# Win8 problem Couter Strike steam



## sale1987 (Nov 26, 2012)

Hi

I have problem to launch Counter Strike 1.6 v42 for steam users. I have been install this app on win8 succesfull but i can launch it. Same app works on win7 perfectly. When i double click on app nothing happens. I looked at win log file and something wrong with steamclient.dll.

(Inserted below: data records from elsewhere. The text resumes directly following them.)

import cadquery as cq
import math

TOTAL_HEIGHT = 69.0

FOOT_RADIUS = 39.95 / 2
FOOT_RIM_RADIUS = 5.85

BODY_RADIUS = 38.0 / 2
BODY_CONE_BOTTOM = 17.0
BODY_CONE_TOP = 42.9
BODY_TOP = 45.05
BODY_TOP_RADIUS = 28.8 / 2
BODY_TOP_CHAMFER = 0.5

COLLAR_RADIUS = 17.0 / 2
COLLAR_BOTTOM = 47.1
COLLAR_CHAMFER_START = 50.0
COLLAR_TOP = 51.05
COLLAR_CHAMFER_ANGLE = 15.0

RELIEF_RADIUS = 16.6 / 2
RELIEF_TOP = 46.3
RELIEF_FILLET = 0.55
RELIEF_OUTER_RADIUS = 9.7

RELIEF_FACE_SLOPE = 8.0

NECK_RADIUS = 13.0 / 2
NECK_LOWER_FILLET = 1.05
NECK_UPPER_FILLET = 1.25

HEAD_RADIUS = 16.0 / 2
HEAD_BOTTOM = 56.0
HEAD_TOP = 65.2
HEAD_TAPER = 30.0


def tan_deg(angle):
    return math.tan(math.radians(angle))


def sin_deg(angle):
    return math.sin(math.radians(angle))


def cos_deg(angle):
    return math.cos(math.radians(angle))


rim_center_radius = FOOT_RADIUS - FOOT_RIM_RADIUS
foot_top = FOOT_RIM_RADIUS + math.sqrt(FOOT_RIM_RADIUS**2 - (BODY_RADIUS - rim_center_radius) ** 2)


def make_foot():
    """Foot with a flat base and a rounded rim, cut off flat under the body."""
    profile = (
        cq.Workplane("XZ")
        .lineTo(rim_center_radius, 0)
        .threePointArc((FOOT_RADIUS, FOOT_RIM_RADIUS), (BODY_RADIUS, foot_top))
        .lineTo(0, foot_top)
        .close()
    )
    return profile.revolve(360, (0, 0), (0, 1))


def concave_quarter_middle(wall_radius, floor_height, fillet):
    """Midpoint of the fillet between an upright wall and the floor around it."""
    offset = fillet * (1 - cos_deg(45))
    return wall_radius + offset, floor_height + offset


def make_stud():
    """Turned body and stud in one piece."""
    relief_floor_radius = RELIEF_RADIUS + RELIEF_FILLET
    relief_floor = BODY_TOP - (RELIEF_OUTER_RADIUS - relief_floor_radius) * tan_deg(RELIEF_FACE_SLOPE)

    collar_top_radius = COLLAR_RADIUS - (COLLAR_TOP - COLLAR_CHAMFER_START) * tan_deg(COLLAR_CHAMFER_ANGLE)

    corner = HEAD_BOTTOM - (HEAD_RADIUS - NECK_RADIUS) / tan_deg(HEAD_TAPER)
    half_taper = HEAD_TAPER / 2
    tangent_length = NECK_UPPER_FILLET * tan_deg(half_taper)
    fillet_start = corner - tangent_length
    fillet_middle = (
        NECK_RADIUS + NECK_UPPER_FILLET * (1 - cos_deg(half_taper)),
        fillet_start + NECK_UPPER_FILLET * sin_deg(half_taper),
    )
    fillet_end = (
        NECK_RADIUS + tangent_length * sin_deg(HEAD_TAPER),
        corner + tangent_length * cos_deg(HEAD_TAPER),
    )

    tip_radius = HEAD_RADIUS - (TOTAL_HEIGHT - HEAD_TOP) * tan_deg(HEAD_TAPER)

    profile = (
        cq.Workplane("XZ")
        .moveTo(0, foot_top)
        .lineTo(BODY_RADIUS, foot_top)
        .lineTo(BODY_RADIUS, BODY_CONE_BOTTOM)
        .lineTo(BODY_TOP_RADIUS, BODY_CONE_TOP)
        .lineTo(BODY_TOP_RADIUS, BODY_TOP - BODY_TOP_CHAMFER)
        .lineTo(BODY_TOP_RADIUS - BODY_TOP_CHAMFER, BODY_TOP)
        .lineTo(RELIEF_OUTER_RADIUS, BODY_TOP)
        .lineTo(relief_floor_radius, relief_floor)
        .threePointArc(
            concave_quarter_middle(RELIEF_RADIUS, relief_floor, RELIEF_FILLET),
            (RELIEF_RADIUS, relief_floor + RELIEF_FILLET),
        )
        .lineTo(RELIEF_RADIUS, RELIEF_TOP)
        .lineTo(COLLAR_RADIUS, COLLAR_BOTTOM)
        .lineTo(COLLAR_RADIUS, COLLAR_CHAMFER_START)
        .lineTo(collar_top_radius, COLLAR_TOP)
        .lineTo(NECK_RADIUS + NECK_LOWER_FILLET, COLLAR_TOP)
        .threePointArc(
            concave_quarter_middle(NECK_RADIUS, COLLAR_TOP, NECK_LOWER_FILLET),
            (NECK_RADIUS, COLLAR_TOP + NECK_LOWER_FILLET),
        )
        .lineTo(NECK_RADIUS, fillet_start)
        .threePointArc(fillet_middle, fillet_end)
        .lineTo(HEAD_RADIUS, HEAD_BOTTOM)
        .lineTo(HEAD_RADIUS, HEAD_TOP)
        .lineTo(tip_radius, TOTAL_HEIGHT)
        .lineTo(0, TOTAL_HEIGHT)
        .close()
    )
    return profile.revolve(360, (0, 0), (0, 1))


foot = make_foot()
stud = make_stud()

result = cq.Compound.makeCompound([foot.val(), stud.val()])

Here is problem:

Faulting application name: hl.exe, version: 1.1.1.1, time stamp: 0x48feaf5a
Faulting module name: steamclient.dll, version: 0.0.0.0, time stamp: 0x4aa7bb95
Exception code: 0xc0000417
Fault offset: 0x000268d3
Faulting process id: 0x524
Faulting application start time: 0x01cdcc0e7ae241c4
Faulting application path: C:\Program Files (x86)\Counter Strike\CS 1.6 v42 FULL\hl.exe
Faulting module path: c:\program files (x86)\counter strike\cs 1.6 v42 full\steamclient.dll
Report Id: b8c22a9d-3801-11e2-be78-eb63d8631c7a
Faulting package full name: 
Faulting package-relative application ID: 

Thank you for any suggestion what to do, because i already have been try many things but i couldn't solve it. 
And after few reinstall of app i successful launch it, but every time is different, sometimes after once, or 2 or 3 times but usually after 3 times.


----------



## Junior777 (Jul 25, 2012)

Just cause it works on Win7 means nothing. This is not Win7! There is no code similarities between the 2. 

Will have to contact the developers and find out when they plan on releasing a patch.


----------